##### SUPPLIED RECORDS #####

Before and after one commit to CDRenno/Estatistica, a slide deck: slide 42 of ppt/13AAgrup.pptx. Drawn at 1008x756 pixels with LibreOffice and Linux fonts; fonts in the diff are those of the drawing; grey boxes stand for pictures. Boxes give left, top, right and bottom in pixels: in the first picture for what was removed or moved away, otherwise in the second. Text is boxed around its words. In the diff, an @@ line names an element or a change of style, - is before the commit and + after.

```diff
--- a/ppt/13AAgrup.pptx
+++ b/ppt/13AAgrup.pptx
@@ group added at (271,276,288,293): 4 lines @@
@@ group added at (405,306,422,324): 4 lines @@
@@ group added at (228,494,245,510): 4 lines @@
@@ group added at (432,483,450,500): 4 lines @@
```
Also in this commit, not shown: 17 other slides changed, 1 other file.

#####
##### SUPPLIED RECORDS #####

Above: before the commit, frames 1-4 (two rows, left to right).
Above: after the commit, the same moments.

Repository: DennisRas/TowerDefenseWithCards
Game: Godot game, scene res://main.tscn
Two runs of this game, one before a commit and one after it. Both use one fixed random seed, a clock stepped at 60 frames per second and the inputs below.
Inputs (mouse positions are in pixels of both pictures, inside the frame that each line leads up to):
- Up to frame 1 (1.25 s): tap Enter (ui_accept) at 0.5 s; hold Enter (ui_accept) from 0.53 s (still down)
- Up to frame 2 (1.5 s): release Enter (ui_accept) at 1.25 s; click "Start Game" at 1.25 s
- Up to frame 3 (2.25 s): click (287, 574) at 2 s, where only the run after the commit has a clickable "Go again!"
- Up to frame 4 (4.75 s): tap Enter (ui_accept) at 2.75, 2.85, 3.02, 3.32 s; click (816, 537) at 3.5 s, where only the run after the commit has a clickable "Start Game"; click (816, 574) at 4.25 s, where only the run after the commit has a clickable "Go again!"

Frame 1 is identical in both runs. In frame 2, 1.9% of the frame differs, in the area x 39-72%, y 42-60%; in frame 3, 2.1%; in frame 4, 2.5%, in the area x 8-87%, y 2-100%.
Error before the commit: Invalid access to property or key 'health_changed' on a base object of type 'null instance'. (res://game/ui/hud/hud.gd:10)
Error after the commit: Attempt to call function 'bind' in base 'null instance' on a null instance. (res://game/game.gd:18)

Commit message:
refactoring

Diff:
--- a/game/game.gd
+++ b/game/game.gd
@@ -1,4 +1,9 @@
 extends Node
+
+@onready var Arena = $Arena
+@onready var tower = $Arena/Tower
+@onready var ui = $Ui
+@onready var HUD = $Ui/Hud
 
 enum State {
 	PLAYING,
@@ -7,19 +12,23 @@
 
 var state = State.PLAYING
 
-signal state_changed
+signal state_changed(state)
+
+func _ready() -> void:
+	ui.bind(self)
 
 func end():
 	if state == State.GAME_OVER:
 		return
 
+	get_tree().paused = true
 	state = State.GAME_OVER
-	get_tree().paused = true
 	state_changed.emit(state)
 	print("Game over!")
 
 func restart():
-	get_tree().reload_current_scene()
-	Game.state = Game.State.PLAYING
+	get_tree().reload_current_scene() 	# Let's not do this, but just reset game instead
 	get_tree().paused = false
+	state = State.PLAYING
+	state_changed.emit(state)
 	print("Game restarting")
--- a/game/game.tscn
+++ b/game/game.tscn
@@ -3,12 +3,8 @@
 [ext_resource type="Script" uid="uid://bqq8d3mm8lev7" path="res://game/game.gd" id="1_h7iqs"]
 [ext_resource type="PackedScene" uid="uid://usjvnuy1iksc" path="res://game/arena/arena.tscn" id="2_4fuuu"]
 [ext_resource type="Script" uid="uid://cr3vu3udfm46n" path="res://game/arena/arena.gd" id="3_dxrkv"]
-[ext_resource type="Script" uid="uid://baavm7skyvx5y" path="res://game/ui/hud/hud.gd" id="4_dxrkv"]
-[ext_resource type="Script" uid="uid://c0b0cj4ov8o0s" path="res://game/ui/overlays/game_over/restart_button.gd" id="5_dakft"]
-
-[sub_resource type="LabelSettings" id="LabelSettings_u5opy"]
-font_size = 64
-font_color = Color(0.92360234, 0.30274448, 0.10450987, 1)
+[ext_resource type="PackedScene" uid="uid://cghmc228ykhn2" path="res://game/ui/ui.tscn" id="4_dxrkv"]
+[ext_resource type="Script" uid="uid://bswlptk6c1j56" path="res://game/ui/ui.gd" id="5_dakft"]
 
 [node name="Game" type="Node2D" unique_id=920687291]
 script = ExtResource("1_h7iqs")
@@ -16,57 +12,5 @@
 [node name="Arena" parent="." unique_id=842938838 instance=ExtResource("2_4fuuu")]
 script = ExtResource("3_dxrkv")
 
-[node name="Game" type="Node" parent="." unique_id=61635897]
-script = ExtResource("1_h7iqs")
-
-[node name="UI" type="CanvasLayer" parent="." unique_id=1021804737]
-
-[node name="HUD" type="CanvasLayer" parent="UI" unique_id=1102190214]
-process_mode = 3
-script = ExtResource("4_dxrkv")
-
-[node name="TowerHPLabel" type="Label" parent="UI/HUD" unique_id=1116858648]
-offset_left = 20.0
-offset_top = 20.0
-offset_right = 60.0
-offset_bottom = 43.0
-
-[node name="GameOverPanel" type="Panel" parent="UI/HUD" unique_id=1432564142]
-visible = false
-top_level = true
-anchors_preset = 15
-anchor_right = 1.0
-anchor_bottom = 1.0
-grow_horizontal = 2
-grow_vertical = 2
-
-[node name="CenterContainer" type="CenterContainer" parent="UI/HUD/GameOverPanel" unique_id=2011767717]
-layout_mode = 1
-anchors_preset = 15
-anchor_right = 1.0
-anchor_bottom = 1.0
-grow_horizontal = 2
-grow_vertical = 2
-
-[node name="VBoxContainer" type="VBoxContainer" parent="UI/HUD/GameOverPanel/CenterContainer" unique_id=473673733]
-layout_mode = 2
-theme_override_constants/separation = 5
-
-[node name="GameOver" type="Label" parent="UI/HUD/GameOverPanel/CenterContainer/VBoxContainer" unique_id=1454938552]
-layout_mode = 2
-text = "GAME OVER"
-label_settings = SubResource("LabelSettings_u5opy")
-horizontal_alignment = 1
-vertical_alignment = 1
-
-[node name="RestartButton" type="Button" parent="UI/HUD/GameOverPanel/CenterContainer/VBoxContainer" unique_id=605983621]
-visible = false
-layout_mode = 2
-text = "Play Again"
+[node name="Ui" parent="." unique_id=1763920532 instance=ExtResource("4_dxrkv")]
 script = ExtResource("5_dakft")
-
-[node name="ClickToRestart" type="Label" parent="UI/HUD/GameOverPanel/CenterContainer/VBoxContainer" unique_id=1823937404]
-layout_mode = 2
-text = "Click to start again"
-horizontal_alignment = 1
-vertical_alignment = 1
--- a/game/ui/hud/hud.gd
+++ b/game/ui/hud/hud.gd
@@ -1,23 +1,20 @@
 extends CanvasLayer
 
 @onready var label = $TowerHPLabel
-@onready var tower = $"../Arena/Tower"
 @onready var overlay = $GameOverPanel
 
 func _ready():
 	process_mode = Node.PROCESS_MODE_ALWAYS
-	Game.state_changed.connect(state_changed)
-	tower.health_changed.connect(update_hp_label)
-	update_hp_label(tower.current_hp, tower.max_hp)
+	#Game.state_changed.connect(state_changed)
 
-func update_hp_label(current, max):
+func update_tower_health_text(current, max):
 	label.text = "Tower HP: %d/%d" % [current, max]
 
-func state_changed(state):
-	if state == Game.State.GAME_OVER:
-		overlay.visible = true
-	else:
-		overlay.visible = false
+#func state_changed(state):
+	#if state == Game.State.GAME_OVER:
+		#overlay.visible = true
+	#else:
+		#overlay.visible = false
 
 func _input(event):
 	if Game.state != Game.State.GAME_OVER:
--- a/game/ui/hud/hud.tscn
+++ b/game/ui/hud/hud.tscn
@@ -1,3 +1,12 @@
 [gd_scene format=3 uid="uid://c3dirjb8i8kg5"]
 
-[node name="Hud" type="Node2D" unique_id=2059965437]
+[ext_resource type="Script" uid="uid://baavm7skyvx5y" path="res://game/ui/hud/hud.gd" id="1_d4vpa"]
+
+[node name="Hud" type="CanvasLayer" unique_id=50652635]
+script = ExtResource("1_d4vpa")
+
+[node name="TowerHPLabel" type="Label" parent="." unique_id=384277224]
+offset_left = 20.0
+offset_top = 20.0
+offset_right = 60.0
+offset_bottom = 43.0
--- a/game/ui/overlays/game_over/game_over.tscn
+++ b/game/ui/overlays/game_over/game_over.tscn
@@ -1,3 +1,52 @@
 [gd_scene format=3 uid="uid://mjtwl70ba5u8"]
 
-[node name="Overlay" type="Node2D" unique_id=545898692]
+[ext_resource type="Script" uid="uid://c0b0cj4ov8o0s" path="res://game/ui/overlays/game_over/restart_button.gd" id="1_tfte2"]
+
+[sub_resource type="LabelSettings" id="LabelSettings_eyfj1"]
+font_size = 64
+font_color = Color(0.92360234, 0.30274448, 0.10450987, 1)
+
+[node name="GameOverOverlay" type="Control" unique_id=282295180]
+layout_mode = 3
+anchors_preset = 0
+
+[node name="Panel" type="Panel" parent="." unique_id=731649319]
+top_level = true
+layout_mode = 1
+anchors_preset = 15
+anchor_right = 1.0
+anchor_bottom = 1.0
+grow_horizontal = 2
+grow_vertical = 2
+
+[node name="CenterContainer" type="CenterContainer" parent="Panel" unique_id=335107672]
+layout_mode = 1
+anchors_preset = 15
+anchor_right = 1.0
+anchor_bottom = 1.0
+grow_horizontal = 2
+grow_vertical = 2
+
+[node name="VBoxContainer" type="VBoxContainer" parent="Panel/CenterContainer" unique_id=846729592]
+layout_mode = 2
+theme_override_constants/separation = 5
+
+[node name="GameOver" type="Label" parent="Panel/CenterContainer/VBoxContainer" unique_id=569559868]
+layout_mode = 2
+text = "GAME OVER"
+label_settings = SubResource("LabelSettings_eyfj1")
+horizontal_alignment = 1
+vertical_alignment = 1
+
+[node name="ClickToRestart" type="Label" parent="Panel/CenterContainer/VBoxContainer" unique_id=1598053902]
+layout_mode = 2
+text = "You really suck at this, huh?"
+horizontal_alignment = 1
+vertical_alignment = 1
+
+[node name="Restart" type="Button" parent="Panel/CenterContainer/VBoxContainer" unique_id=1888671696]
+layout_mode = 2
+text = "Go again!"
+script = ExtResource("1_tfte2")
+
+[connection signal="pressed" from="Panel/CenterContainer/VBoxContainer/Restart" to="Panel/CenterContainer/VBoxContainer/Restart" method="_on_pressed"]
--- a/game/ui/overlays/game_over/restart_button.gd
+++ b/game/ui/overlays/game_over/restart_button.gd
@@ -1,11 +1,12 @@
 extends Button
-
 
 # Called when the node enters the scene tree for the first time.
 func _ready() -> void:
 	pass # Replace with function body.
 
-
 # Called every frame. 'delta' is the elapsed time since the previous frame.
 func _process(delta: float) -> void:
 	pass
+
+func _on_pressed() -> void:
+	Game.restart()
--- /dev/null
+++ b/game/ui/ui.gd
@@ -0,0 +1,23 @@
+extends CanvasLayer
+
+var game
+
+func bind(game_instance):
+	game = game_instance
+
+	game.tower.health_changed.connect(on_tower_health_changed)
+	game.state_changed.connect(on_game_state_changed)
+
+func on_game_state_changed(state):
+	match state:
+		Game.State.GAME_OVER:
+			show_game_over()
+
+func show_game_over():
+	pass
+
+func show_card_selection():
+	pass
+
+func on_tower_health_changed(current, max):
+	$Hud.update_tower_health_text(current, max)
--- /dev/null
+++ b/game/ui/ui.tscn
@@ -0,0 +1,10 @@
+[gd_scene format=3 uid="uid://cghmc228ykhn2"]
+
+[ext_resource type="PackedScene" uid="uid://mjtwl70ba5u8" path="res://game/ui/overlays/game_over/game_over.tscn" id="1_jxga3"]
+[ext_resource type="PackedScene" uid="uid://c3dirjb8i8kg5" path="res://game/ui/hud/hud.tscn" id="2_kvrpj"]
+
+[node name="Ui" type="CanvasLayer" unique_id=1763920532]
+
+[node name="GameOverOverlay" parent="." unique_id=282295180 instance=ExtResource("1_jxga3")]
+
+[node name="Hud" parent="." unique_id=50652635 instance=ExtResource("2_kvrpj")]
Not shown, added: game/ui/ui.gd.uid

#####
##### SUPPLIED RECORDS #####

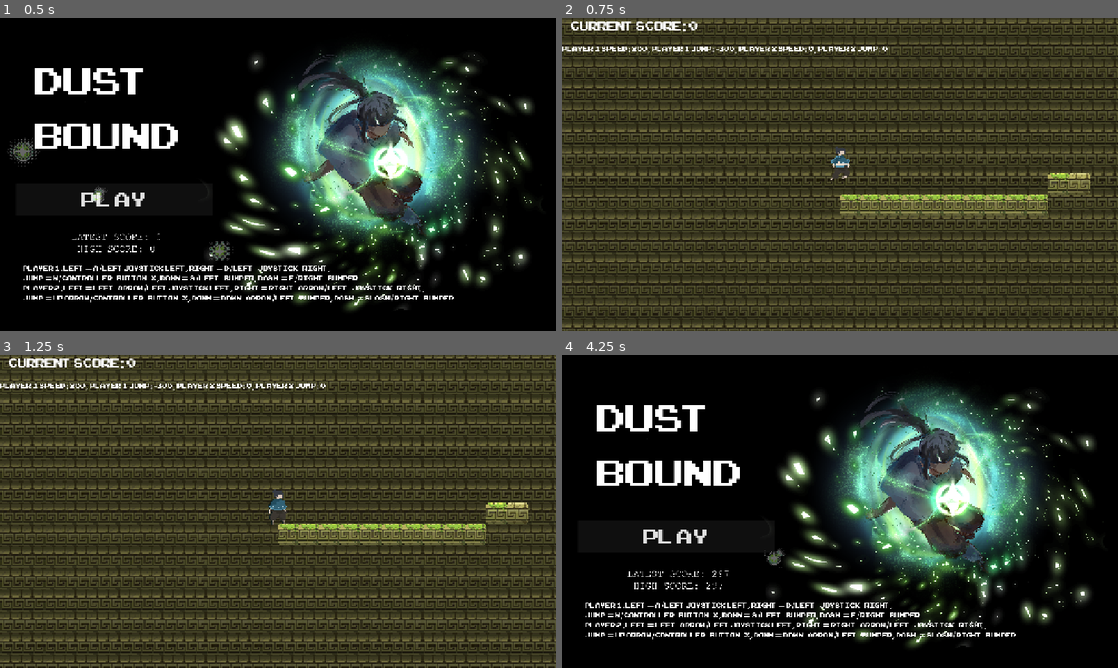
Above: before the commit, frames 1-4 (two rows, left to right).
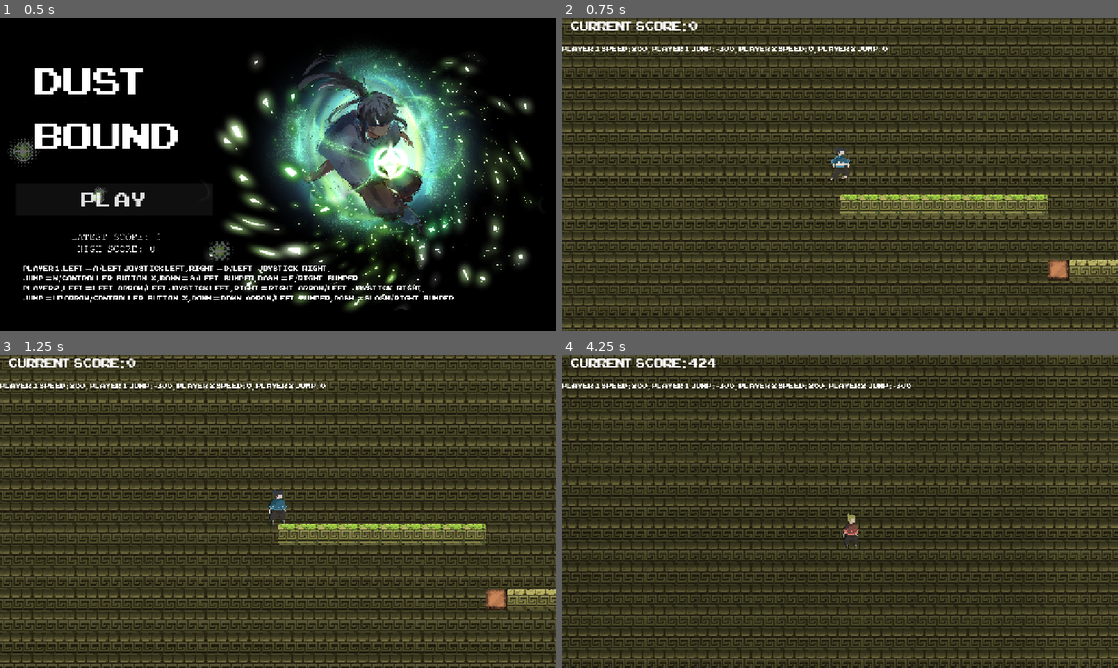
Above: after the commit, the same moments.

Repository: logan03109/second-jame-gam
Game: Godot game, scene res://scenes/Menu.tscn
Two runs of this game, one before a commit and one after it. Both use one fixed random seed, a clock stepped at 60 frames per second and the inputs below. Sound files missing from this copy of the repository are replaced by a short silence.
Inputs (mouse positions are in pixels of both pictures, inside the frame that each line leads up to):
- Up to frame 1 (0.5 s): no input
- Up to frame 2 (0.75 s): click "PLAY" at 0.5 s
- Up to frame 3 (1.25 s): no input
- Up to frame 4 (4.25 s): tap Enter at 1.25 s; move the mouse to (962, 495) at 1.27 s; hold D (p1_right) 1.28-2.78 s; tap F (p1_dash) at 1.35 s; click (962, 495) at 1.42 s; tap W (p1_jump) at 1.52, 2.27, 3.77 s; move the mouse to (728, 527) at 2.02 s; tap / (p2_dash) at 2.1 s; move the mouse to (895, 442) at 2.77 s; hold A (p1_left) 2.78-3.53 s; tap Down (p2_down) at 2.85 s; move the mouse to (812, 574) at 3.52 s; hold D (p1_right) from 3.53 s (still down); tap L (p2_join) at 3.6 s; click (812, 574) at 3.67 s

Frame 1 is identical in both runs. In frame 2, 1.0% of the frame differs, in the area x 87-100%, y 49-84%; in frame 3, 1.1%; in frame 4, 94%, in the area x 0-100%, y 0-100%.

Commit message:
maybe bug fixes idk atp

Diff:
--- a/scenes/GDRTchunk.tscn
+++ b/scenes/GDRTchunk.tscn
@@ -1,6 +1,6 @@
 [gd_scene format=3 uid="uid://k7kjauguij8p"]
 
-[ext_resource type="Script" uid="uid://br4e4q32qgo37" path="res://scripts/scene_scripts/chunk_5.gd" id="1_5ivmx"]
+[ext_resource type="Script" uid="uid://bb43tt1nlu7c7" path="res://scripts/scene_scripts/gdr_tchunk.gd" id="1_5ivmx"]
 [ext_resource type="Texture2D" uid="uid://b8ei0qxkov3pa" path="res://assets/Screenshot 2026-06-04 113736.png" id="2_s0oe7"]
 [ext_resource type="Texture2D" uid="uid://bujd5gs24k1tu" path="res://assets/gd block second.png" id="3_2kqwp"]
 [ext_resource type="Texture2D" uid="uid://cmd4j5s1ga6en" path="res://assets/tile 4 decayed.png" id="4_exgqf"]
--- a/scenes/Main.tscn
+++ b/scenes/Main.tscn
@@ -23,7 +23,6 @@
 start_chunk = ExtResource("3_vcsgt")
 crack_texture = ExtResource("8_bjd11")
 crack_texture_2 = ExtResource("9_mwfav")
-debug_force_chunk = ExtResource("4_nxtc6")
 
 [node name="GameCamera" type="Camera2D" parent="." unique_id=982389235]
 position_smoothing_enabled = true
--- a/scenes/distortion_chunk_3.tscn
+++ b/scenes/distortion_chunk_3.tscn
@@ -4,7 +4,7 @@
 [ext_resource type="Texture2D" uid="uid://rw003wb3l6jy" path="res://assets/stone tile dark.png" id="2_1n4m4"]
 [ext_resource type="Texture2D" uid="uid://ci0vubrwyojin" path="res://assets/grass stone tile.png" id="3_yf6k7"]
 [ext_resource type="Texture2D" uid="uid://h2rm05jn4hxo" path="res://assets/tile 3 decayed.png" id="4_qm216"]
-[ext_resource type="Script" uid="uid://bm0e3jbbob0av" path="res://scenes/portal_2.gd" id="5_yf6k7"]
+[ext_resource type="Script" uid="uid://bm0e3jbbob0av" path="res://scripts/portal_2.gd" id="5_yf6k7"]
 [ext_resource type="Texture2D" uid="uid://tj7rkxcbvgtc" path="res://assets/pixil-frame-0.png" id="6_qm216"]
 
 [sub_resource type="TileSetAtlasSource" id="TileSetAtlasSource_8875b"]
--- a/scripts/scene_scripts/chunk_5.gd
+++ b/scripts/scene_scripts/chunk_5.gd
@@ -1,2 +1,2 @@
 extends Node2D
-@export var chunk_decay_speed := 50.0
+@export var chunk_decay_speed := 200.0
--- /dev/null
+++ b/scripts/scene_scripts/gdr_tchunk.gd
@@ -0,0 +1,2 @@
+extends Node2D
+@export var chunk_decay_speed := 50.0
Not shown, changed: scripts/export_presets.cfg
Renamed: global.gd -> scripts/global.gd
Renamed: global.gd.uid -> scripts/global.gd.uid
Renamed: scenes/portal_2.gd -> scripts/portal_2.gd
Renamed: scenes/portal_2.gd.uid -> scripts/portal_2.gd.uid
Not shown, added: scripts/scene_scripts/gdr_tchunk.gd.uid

#####

Find the word "function" in the entries, then copy out every line that has it.

→ OUTPUT OF THE EXERCISE:
Error after the commit: Attempt to call function 'bind' in base 'null instance' on a null instance. (res://game/game.gd:18)
 	pass # Replace with function body.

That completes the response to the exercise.